In fact, now that I right that out, that's an extremely antagonistic approach
to take and it punishes the least privileged people (e.g. the people who can't
afford lawyers), while doing absolutely nothing for the giant corporations who
have lawyers on retainer and will naturally have a process in place to retain
proper copies of the paper trail always.

------
tzs
Here is a very nice table listing pretty much every case under US copyright
law [1].

For books first published in the US, here is what is now in the public domain.

• Books published before 1924.

• Books published from 1924 through 1977 without a copyright notice.

• Books published from 1978 to early 1989 without a copyright notice and
without a subsequent registration within 5 years.

• Books published from 1924 through 1963 with copyright notice but whose
copyright was not renewed. (This is the case for the books the article is
talking about).

• Books prepared by an officer or employee of the US government as part of the
person's official duties.

[1]
[https://copyright.cornell.edu/publicdomain](https://copyright.cornell.edu/publicdomain)

------
blatherard
The important point in this article is that the NYPL just recently digitized
the relevant records, thereby making it possible to determine whether a
copyright was renewed. The old rule of thumb (anything after 1923 is
presumptively protected) was used because looking for the absence of a renewal
in a multi-decade span of printed records just wasn't feasible.

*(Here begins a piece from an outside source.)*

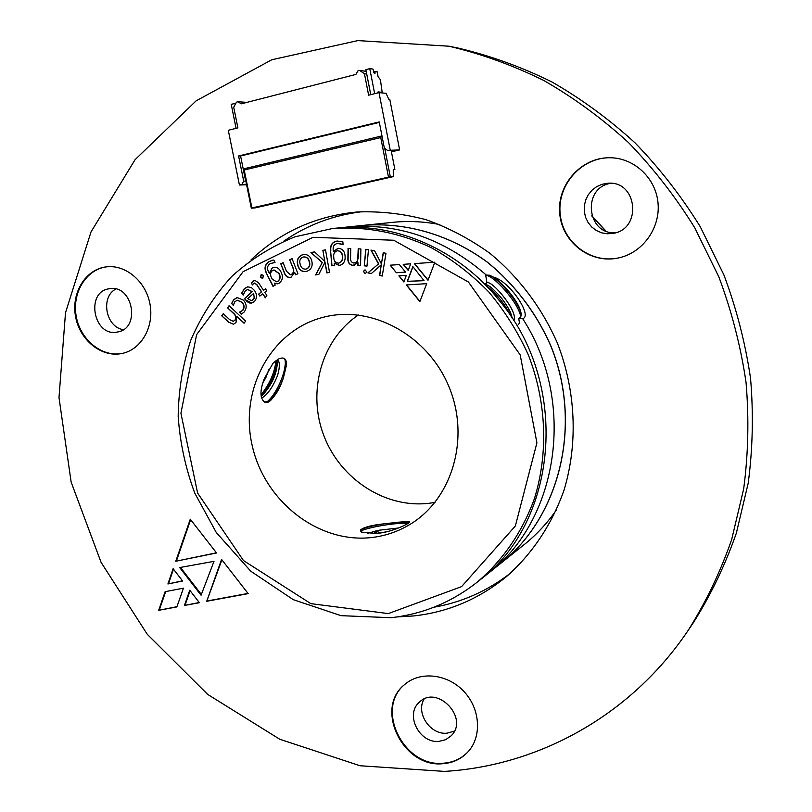 <?xml version="1.0" encoding="UTF-8"?>
<svg xmlns="http://www.w3.org/2000/svg" width="812" height="812" viewBox="0 0 812 812"><rect width="100%" height="100%" fill="white"/><g stroke="black" fill="none" stroke-linecap="round" stroke-linejoin="round"><path stroke-width="1.22" d="M375.783 530.916L380.107 532.773M501.004 563.122L501.045 563.092C560.118 516.564 582.955 423.905 550.749 345.668C536.346 312.813 514.514 284.109 487.383 262.174C450.112 234.648 405.513 221.838 362.903 225.411L362.852 225.421M501.045 563.092L524.308 544.507C536.62 534.651 547.369 523.05 556.555 509.703M439.921 224.589C424.006 221.503 408.213 220.762 392.521 222.366L362.903 225.411M391.435 151.824L399.626 149.915L389.77 99.277L388.735 99.176L386.076 93.35L379.001 92.598L368.628 95.197L364.426 73.73L359.675 70.441L357.93 70.888L355.889 74.42L241.134 103.865L238.139 101.733L236.505 102.15L233.704 107.225L237.896 127.89L228.294 130.285L239.428 185.004L246.564 184.76M238.586 155.975L243.701 181.147L245.681 181.086L240.585 155.975L238.586 155.975L379.245 121.922L384.37 148.149L387.537 150.382L399.626 149.915M387.537 150.382L394.693 150.484L391.323 151.276L391.161 150.433M393.252 169.901L394.886 169.535L393.252 169.556L393.282 176.63L390.288 176.711L384.756 148.423M251.324 208.176L243.407 168.906L244.209 170.012L251.913 207.943L251.324 208.176L254.856 207.953L393.282 176.63M251.913 207.943L390.288 176.711M246.909 102.383L238.139 101.733M366.202 71.334L359.675 70.441M366.73 74.044L364.426 73.73M240.585 155.975L379.346 122.409M243.701 181.147L241.844 184.446L246.472 184.294M241.844 184.446L239.428 185.004M379.001 92.598L390.156 149.773M394.886 169.535L391.323 151.276M243.407 168.906L381.985 135.919L380.747 137.563L388.461 177.026M235.815 103.398L231.217 104.261L236.099 128.337M234.83 103.327L235.104 104.677M380.483 92.761L382.178 92.335L378.057 91.888L377.763 92.913M382.178 92.335L380.412 79.738L378.077 76.683L377.113 71.73L373.52 71.811M374.667 93.684L369.764 68.624L372.992 69.081L374.352 73.425L374.961 73.486L375.002 71.436M369.764 68.624L365.867 69.629L370.759 94.659M443.007 763.686C453.015 762.925 461.338 758.987 467.976 751.892C482.226 736.494 480.288 708.45 463.611 691.154C447.118 673.676 419.956 670.935 404.477 684.689C374.068 708.571 403.087 768.213 443.007 763.686M121.506 353.575L122.328 353.413C141.329 349.424 154.25 326.84 150.007 304.216C146.008 281.551 125.728 264.357 106.331 266.864C85.605 269.188 71.162 292.807 75.516 316.325C79.535 339.903 101.216 357.635 121.506 353.575M617.424 258.165L620.226 257.536C643.551 251.761 660.623 227.258 657.974 202.482C655.558 177.676 633.786 157.67 609.67 157.741C581.138 157.416 557.073 184.689 559.701 213.201C561.772 241.773 589.634 263.717 617.424 258.165M444.54 771.4C537.899 765.858 630.457 716.154 688.038 630.579C705.76 602.433 720.305 572.135 731.642 539.665L743.67 488.925C748.299 453.867 749.09 418.312 746.025 382.279C740.747 346.328 731.683 311.199 718.853 276.892L694.757 227.807C675.533 196.788 653.437 168.368 628.468 142.547C602.118 118.471 573.901 97.785 543.807 80.5C512.951 65.295 481.343 53.866 448.985 46.213L357.818 40.6L271.756 59.773L196.169 100.81L135.056 159.7L91.025 231.897L65.508 312.701L58.992 397.565L71.151 482.135L101.074 562.33L147.256 634.294L207.679 694.392L279.714 739.224L360.02 765.746L444.54 771.4M397.068 616.927L413.643 615.943C448.031 612.197 478.978 599.073 506.495 576.581C532.185 553.936 552.048 524.298 564.066 489.991C578.144 443.332 575.901 390.673 557.326 342.968C541.929 307.819 518.706 277.004 489.869 253.293C469.793 238.87 448.488 227.654 425.955 219.676C403.077 213.657 380.199 211.09 357.331 211.973C315.868 215.951 280.434 231.927 251.009 259.891M176.864 606.919L158.675 610.309L165.13 591.684L183.451 588.172L176.864 606.919M213.992 561.346L201.071 595.226L179.685 567.558L213.992 561.346M189.744 590.212L199.397 602.717L184.456 605.458L189.744 590.212M182.619 580.996L167.911 583.97L173.118 568.684L182.619 580.996M216.56 552.972L175.778 561.254L190.282 519.203L216.56 552.972M206.725 601.276L221.575 559.407L248.178 593.623L206.725 601.276L221.909 559.844M433.77 607.264C461.835 602.382 487.403 591.004 510.484 573.15M362.588 211.627C333.61 215.058 307.403 224.873 283.956 241.052M688.038 630.579L693.377 622.682C710.835 594.952 725.157 565.122 736.342 533.169L748.187 483.252C752.765 448.772 753.546 413.815 750.552 378.392C745.375 343.07 736.484 308.55 723.868 274.842L700.188 226.609C681.298 196.139 659.567 168.216 635.014 142.831C609.101 119.171 581.331 98.841 551.703 81.839C521.334 66.888 490.204 55.642 458.323 48.111L448.985 46.213M609.842 157.741C581.372 157.518 557.428 184.791 560.097 213.241C562.208 241.753 590.019 263.626 617.759 258.074L620.398 257.495M613.212 233.369C642.525 228.974 637.237 180.162 607.65 183.279L601.956 184.314L596.647 186.669L592.009 190.211L588.294 194.738L585.685 200.016L584.325 205.74L584.295 211.617L585.584 217.322L588.121 222.559L591.765 227.035L596.343 230.517L601.591 232.811L607.234 233.795L613.212 233.369M106.676 266.823C86.052 269.361 71.821 292.99 76.247 316.406C80.347 339.883 101.957 357.473 122.176 353.433L122.663 353.332M117.628 331.976C141.034 328.515 132.853 284.23 109.569 288.717C84.874 291.335 93.532 337.68 117.557 331.986L117.628 331.976M404.711 684.486C374.667 708.521 403.716 767.716 443.453 763.209C453.34 762.458 461.581 758.601 468.189 751.648M439.109 741.346L445.686 739.681L451.117 735.834C469.6 718.295 437.089 684.11 419.357 702.238C404.66 714.438 419.428 743.741 439.109 741.346M615.983 232.648C587.117 235.571 581.534 188.262 610.299 183.38L610.756 183.289M123.322 329.652C105.793 327.256 100.18 297.101 115.832 289.021M454.385 731.115L447.077 733.175C430.35 735.154 415.48 713.027 424.087 699.091M176.945 606.686L158.675 610.309M159.304 609.974L165.689 591.583M201.356 594.475L180.447 567.426M199.244 602.524L184.456 605.458M185.075 605.123L190.089 590.659M182.487 580.834L167.911 583.97M168.541 583.655L173.474 569.161M216.439 552.82L175.778 561.254M176.407 560.96L190.647 519.67M248.025 593.43L207.324 600.951M234.81 301.749L233.308 305.383L231.633 303.526L233.623 299.709L237.185 297.557L243.498 300.166C246.858 304.216 247.031 308.215 244.016 312.173L241.215 314.183L239.398 312.163L242.504 310.499C244.432 307.748 244.219 305.018 241.864 302.318L237.277 300.247L234.81 301.749M253.445 283.561L252.542 284.941L251.263 282.992L254.643 280.262L258.47 282.657L263.494 290.31L265.483 288.747L266.762 290.696L264.763 292.249L266.854 295.436L265.301 297.771L262.723 293.842L259.85 296.086L258.581 294.147L261.454 291.904L256.704 284.677L254.46 283.063L253.445 283.561M260.52 277.46L261.657 274.629L263.332 275.501L262.865 278.059L260.52 277.46L261.017 274.903M408.203 270.406L403.199 264.357L410.679 263.809L408.203 270.406M406.355 275.329L403.858 281.977L398.895 275.857L406.355 275.329M396.327 272.741L390.196 265.189L399.382 264.57L405.553 272.132L396.327 272.741L390.42 265.169M236.059 322.405L233.531 324.272L228.578 322.171L221.717 315.797L223.249 313.696L229.654 319.654L233.318 321.308L234.972 320.121C236.201 317.786 235.825 315.665 233.836 313.736L227.512 307.86L229.055 305.738L245.62 321.105L244.067 323.227L236.84 316.518L236.059 322.405M275.217 285.063L272.984 286.362L266.438 273.35C263.92 268.234 264.844 264.276 269.229 261.474L273.806 260.063L275.024 262.489L270.325 263.555C267.351 265.483 266.732 268.204 268.488 271.695L269.29 273.177L272.203 267.98L274.182 267.25C277.237 267.219 279.49 268.782 280.962 271.918C283.347 276.537 282.749 280.302 279.166 283.205L277.44 283.855L274.283 283.114L275.217 285.063M315.594 274.933L322.242 262.591L310.945 252.542L314.559 251.882L324.841 261.464L322.861 250.35L325.51 249.863L329.54 272.456L326.891 272.923L324.922 262.317L318.852 274.354L315.594 274.933M363.34 271.512L365.227 269.97L366.75 271.979L365.41 273.563L363.34 271.512L364.781 269.96M364.273 265.808L365.745 249.396L368.445 249.751L366.963 266.163L364.273 265.808L365.958 249.426M352.844 265.402C349.322 264.753 347.668 262.418 347.891 258.368L348.074 248.33L350.743 248.462L350.571 257.81C350.307 260.733 351.413 262.479 353.88 263.058L356.255 262.317L357.737 260.073L358.204 248.827L360.893 248.959L360.569 265.422L357.879 265.291L357.93 262.57L353.068 265.372C349.546 264.722 347.891 262.377 348.115 258.338L347.891 258.368M334.402 265.382L331.763 265.544L330.575 250.593C330.088 245.133 332.26 241.946 337.102 241.052L342.857 241.773L343.08 244.585L337.569 243.438C334.29 244.097 332.829 246.29 333.184 250.025L333.377 251.75L338.218 248.32C342.42 248.675 344.694 251.223 345.059 255.983C345.557 260.875 343.76 264.022 339.68 265.412L334.229 263.169L334.402 265.382L331.763 265.544M373.063 537.361C386.299 535.626 398.672 531.271 410.172 524.298C452.152 499.075 470.29 438.297 449.158 387.222C428.431 335.985 372.891 305.342 325.277 316.781C271.746 329.033 239.195 388.755 252.096 445.098C264.306 501.593 319.126 544.446 373.063 537.361M367.907 272.883L378.504 263.951L370.932 250.096L374.657 250.888L381.407 263.91L383.244 252.725L385.974 253.303L382.259 276.029L379.529 275.43L381.275 264.763L371.257 273.624L367.907 272.883L378.504 263.951M427.995 280.252L414.374 263.606L434.867 262.205L427.995 280.252M406.325 284.951L426.696 283.662L419.865 301.648L406.325 284.951M424.037 280.678L407.279 281.317L412.831 266.559L424.037 280.678M297.7 265.26C296.441 260.094 298.024 256.592 302.45 254.775L303.81 254.471C307.799 254.318 310.428 256.389 311.707 260.682C313.016 265.991 311.382 269.533 306.794 271.32L305.606 271.594C301.546 271.797 298.917 269.685 297.7 265.26L297.943 265.219C296.684 260.053 298.268 256.562 302.693 254.745L302.45 254.775M291.224 277.085L289.894 277.481C287.143 277.45 285.276 275.918 284.301 272.862L280.739 263.687L283.094 262.641L286.423 271.188L290.381 274.75L291.244 274.497C293.426 273.116 294.025 271.056 293.03 268.315L289.691 259.728L292.076 258.673L297.933 273.735L295.548 274.781L294.523 272.304L291.224 277.085M254.379 301.577L251.659 303.069L249.609 302.998L247.264 301.77L244.513 298.664L252.014 291.681L247.66 289.498L245.397 290.726L243.123 295.142L241.621 293.183L244.483 288.524L247.69 286.819L251.395 287.59L254.359 290.361C257.211 294.33 257.221 298.065 254.379 301.577M409.583 522.167L398.459 522.197L383.924 523.841C372.018 525.1 364.283 527.089 360.711 529.81L360.528 530.977L361.563 532.144L374.779 533.382L380.341 533.007C394.256 531.221 410.639 522.705 409.624 522.045L409.218 521.456M398.459 522.197L409.004 521.385M358.366 315.015C321.288 339.781 306.987 392.125 323.907 435.821C340.573 479.618 386.248 509.144 430.431 503.105L435.009 502.364M271.482 399.007C276.516 393.008 280.475 386.025 283.358 378.037C280.526 386.512 277.156 392.937 273.258 397.332L272.852 397.738C270.071 401.727 267.412 403.229 264.864 402.224C259.84 398.631 259.688 390.714 264.397 378.504L272.974 363.309L278.008 359.249C283.713 356.559 286.504 358.295 286.392 364.466L286.413 363.766M283.358 378.037L286.291 365.857M486.865 282.464L485.749 275.522L486.286 275.035C444.134 238.555 397.647 222.569 346.836 227.066L341.314 227.725M486.835 282.708L484.896 284.332M484.033 576.571L488.428 573.181C558.534 520.188 576.723 401.838 522.623 318.568L518.736 318.243L519.487 323.369L518.208 324.364M477.05 582.275L479.719 580.144C556.859 522.542 570.136 387.425 501.552 303.252L493.726 293.782C452.568 246.483 391.496 222.102 335.742 228.202L332.341 228.558C365.613 226.061 399.788 232.597 431.791 247.964C452.578 259.738 471.599 274.426 488.844 292.026C504.77 311.057 517.924 331.986 528.318 354.844C546.527 401.615 548.526 453.269 534.377 498.72C522.319 532.114 502.526 560.737 477.05 582.275C451.34 602.423 422.626 614.237 390.917 617.699L341.05 615.669L293.244 599.652L250.735 571.181L216.276 532.489L194.748 493.087C185.532 468.25 180.01 442.713 178.183 416.465C178.538 390.237 182.73 364.862 190.739 340.34C200.889 316.741 214.449 295.527 231.45 276.719C250.187 259.688 271.36 246.381 294.959 236.81L332.341 228.558M486.286 275.035L489.606 275.248L493.27 277.065C510.352 281.267 532.997 316.853 522.623 318.568M488.428 573.181L500.963 563.152C560.036 516.615 582.884 423.955 550.668 345.699C536.275 312.843 514.432 284.129 487.301 262.185C450.021 234.658 405.421 221.849 362.802 225.421L346.836 227.066M387.375 531.647L377.539 533.291L373.084 531.566M398.428 528.003L379.234 530.206L367.734 533.271M285.134 365.359L284.078 371.348M383.924 523.841C371.236 526.014 363.502 528.013 360.69 529.82M408.162 523.354C392.703 522.37 361.462 528.988 360.711 531.424M518.736 318.243C521.202 317.563 521.791 315.066 520.482 310.742C517.467 300.186 502.445 282.515 493.27 277.065M489.606 275.248C497.878 278.475 516.503 299.12 520.989 312.772M485.749 275.522C492.072 273.938 517.924 301.516 520.796 316.589M487.109 282.627C493.209 281.003 519.335 313.32 513.631 320.456M485.88 285.327C496.497 293.508 505.105 304.226 511.712 317.462M485.058 284.494L486.936 284.941C489.555 285.753 493.98 289.651 500.212 296.634C502.882 299.699 509.642 308.864 511.438 315.33L512.067 317.999M495.198 295.69L501.369 303.049M261.017 394.835C269.787 383.782 274.76 372.414 275.948 360.731M267.463 401.493C278.486 391.912 288.016 366.263 284.626 358.681M262.235 384.137L265.981 377.336L269.005 369.105M261.697 398.073C267.138 394.886 272.091 388.166 276.557 377.915C279.907 370.181 280.089 360.335 277.663 360.67L276.11 360.609M261.18 395.992L264.367 393.13C271.918 384.066 276.161 374.768 277.105 365.248L276.263 360.569M264.245 401.869C266.864 402.214 269.736 400.834 272.852 397.738M261.241 396.327L264.367 393.13M262.489 394.947C271.188 383.731 276.07 372.393 277.115 360.904L277.136 360.518M268.681 401.92L273.258 397.332M378.727 263.91L371.196 250.157M383.437 252.765L381.407 263.91M382.269 275.948L379.529 275.43M379.742 275.39L381.275 264.763M371.338 273.553L368.13 272.852M428.066 280.059L414.587 263.595M419.936 301.445L406.558 284.941M424.016 280.647L407.279 281.317M407.482 281.277L412.963 266.722M331.986 265.514L330.575 250.593M330.799 250.563C330.311 245.163 332.443 241.986 337.213 241.032M343.07 244.442L338.137 243.377M338.371 243.356L337.69 243.417M337.812 248.36L333.377 251.75M339.792 265.392L338.908 265.494M339.142 265.463L334.28 263.169M338.919 263.047L339.04 263.037C341.842 261.982 343.019 259.738 342.593 256.298C342.37 252.938 340.796 251.091 337.873 250.746L337.386 250.796M333.691 256.49L333.874 258.774C334.29 261.535 335.762 262.986 338.289 263.129L338.807 263.068C341.619 262.022 342.796 259.779 342.359 256.328C342.146 252.968 340.573 251.121 337.65 250.776L337.274 250.817C334.686 251.578 333.488 253.476 333.691 256.49M348.115 258.338L348.297 248.34M354.793 262.997L357.371 261.281L358.021 258.226M358.244 258.186L358.427 248.837M360.569 265.382L357.879 265.291M358.102 265.25L357.93 262.57M354.245 265.321L353.068 265.372M366.973 266.103L364.497 265.768M365.522 273.542L364.903 273.573M365.126 273.532L363.553 271.482M315.827 274.892L322.242 262.591M322.476 262.56L310.945 252.542M311.179 252.512L314.569 251.893M322.861 250.35L324.841 261.464M323.085 250.319L325.51 249.873M327.114 272.883L324.993 262.306M302.693 254.745L303.932 254.45M305.718 271.573C301.719 271.705 299.131 269.594 297.943 265.219M305.657 269.127L306.54 268.934C309.494 267.554 310.448 265.088 309.392 261.525C308.59 258.429 306.784 256.896 303.982 256.907L303.861 256.927M306.307 268.975C309.26 267.595 310.204 265.118 309.159 261.555C308.347 258.47 306.55 256.927 303.749 256.937L302.947 257.13C300.034 258.46 299.12 260.875 300.227 264.387C300.958 267.564 302.734 269.148 305.535 269.148L306.54 268.934M290.016 277.46C287.316 277.359 285.499 275.816 284.545 272.822L284.301 272.862M284.545 272.822L280.739 263.687M280.982 263.656L283.124 262.702M290.503 274.73L291.244 274.497M291.478 274.456C293.67 273.076 294.269 271.015 293.274 268.275L293.03 268.315M293.274 268.275L289.691 259.728M289.935 259.688L292.097 258.734M295.761 274.679L294.573 272.284M273.187 286.25L266.438 273.35M266.681 273.309C264.164 268.204 265.098 264.245 269.472 261.444L269.229 261.474M269.472 261.444L272.994 260.114M275.004 262.459L273.268 262.57M269.533 273.137L272.203 267.98M272.446 267.94L274.304 267.229M277.562 283.835L274.283 283.114M276.679 281.754L277.988 281.287C280.424 279.216 280.759 276.577 278.993 273.37L274.04 269.949M271.32 277.328L272.314 279.308L276.557 281.774L277.745 281.328C280.181 279.257 280.516 276.608 278.749 273.411L273.918 269.97L272.619 270.437C270.396 272.193 269.96 274.486 271.32 277.328M233.653 324.242L228.578 322.171M228.832 322.12L221.717 315.797M221.98 315.746L223.381 313.818M233.44 321.278L234.972 320.121M235.226 320.07C236.454 317.736 236.079 315.614 234.089 313.686L233.836 313.736M234.089 313.686L227.512 307.86M227.766 307.809L229.187 305.86M244.189 323.054L236.84 316.518M405.533 272.111L396.54 272.7M403.929 281.774L399.128 275.836M408.274 270.213L403.422 264.347M261.261 274.862L261.779 274.618M262.327 278.313L260.764 277.43M252.633 284.667L251.263 282.992M251.507 282.952L252.786 281.165M253.039 281.125L254.775 280.252M265.544 288.849L263.494 290.31M265.443 297.557L262.723 293.842M260.033 295.944L258.581 294.147M258.825 294.106L261.454 291.904M261.697 291.863L256.704 284.677M256.957 284.626L254.582 283.043M233.348 305.099L231.633 303.526M231.887 303.475L233.623 299.709M233.876 299.669L237.307 297.537M241.428 314.092L239.662 312.123M239.844 312.082L242.504 310.499M242.758 310.448C244.686 307.697 244.473 304.967 242.118 302.267L241.864 302.318M242.118 302.267L237.398 300.227M251.781 303.049L245.356 299.77M245.61 299.729L244.513 298.664M244.757 298.613L252.014 291.681M252.268 291.63L247.782 289.478M243.184 294.837L241.621 293.183M241.874 293.132L244.483 288.524M244.737 288.483L247.812 286.798M251.578 300.623L254.308 298.166L253.618 293.396L247.751 298.664L251.446 300.643L253.06 299.78L254.257 297.253L253.364 293.447M605.519 230.862L591.928 216.124M243.468 168.896L381.955 135.929M244.209 170.012L380.747 137.563M375.134 72.146L373.703 72.512M388.319 613.588L461.571 586.629L515.356 525.983L536.915 442.814L520.188 354.885L468.443 282.018L393.739 240.24L313.016 237.317L243.052 271.726L196.616 334.666L180.924 413.207L197.631 493.097L243.468 560.554L310.834 603.641L388.319 613.588M605.874 231.004L591.816 215.789M380.513 92.761L382.249 92.335M520.492 310.742L520.786 311.818M485.068 284.19L486.936 284.941M512.27 318.314L511.428 315.33M277.105 365.248L277.115 360.904"/></g></svg>

The linked post in the article is very detailed and has more background:
[https://www.nypl.org/blog/2019/05/31/us-copyright-
history-19...](https://www.nypl.org/blog/2019/05/31/us-copyright-
history-1923-1964)

------
AdmiralAsshat
I would be _very surprised_ if this were true. I volunteer with
standardebooks.org on getting books in the public domain transcribed,
proofread, and typeset for modern e-readers. There are a _swarm_ of books that
we would like to upload but can't, due to unclear copyright status on them.
This includes stuff that everyone and their mother has probably bought several
times already, including the works of HP Lovecraft, Robert E. Howard, etc. For
most of these, we still follow the Mickey Mouse rule, and do not proceed until
we are absolutely sure they're safe.

Case in point, I've been thinking about transcribing The Worm Ouroboros[0] for
some time, as it should be in the public domain even by conservative
estimates, and yet I can't formally verify its copyright status, so I haven't
yet.

[0]
[https://en.wikipedia.org/wiki/The_Worm_Ouroboros](https://en.wikipedia.org/wiki/The_Worm_Ouroboros)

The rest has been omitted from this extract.